[STORED DATA]

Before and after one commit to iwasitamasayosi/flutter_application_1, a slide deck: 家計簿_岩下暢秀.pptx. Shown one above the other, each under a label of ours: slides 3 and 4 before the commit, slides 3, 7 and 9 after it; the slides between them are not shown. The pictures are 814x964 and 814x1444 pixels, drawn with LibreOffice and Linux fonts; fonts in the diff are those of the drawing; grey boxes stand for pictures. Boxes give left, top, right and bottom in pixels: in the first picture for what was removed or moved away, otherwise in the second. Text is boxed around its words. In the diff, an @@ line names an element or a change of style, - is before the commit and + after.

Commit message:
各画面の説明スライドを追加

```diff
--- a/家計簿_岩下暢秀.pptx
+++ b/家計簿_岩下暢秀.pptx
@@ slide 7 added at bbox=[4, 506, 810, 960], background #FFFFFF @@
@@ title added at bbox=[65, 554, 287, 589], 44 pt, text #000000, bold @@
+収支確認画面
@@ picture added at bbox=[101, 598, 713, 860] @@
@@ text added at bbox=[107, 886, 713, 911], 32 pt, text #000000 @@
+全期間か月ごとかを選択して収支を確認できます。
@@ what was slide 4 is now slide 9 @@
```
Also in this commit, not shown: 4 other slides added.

[/STORED DATA]
[STORED DATA]

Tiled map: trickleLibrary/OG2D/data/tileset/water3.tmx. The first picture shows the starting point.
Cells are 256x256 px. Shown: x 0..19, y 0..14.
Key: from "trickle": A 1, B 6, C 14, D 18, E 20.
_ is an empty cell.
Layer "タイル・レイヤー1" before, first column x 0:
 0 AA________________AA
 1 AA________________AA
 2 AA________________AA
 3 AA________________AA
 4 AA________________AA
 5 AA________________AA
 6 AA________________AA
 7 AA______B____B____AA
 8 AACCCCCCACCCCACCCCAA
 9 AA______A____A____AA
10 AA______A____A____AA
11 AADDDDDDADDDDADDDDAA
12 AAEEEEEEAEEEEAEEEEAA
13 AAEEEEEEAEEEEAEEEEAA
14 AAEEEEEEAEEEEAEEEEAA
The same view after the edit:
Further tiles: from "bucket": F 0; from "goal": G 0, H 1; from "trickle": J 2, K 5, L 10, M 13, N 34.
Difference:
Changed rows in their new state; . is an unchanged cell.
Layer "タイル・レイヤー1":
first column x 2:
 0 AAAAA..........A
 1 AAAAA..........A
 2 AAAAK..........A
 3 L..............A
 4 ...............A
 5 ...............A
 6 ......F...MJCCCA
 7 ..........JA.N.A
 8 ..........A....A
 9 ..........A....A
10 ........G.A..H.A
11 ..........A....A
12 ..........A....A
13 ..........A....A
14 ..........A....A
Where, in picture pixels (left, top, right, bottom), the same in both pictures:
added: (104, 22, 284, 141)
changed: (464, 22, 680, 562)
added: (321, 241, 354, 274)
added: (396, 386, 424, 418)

[/STORED DATA]
[STORED DATA]

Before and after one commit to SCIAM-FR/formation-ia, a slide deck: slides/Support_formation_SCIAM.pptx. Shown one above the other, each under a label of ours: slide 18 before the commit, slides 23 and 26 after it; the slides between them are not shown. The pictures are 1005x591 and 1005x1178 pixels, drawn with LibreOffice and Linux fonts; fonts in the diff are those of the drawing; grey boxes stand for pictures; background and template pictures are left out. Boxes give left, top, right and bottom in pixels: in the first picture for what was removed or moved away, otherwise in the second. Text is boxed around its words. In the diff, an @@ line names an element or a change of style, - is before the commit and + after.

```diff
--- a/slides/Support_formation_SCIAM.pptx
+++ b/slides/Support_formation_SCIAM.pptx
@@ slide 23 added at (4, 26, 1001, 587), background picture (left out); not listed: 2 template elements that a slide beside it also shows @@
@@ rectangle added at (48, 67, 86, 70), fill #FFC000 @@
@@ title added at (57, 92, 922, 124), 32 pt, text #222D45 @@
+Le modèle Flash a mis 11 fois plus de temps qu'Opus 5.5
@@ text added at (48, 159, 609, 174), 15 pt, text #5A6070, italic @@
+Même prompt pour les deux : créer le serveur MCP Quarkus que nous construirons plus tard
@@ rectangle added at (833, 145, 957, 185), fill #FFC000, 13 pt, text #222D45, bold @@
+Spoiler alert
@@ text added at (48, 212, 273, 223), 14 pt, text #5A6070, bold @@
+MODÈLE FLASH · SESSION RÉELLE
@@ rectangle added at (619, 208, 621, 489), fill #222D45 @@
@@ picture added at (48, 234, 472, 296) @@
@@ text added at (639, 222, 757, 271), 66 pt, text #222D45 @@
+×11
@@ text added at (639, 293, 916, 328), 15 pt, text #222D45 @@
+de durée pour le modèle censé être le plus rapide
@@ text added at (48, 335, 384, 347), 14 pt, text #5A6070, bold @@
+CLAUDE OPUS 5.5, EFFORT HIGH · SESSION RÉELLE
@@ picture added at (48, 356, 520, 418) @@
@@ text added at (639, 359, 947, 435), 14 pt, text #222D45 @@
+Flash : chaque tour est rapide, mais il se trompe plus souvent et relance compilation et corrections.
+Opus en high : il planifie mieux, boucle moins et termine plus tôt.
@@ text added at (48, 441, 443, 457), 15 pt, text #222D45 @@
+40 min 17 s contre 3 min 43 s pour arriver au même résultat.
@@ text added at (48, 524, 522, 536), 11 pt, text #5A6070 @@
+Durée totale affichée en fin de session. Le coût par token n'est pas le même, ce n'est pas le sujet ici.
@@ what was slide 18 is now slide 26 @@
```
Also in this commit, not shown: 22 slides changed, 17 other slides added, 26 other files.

[/STORED DATA]

TASK ITEM
Lines that contain "column" should be pulled from the entries above and reported.

EXERCISE SOLUTION
Layer "タイル・レイヤー1" before, first column x 0:
first column x 2:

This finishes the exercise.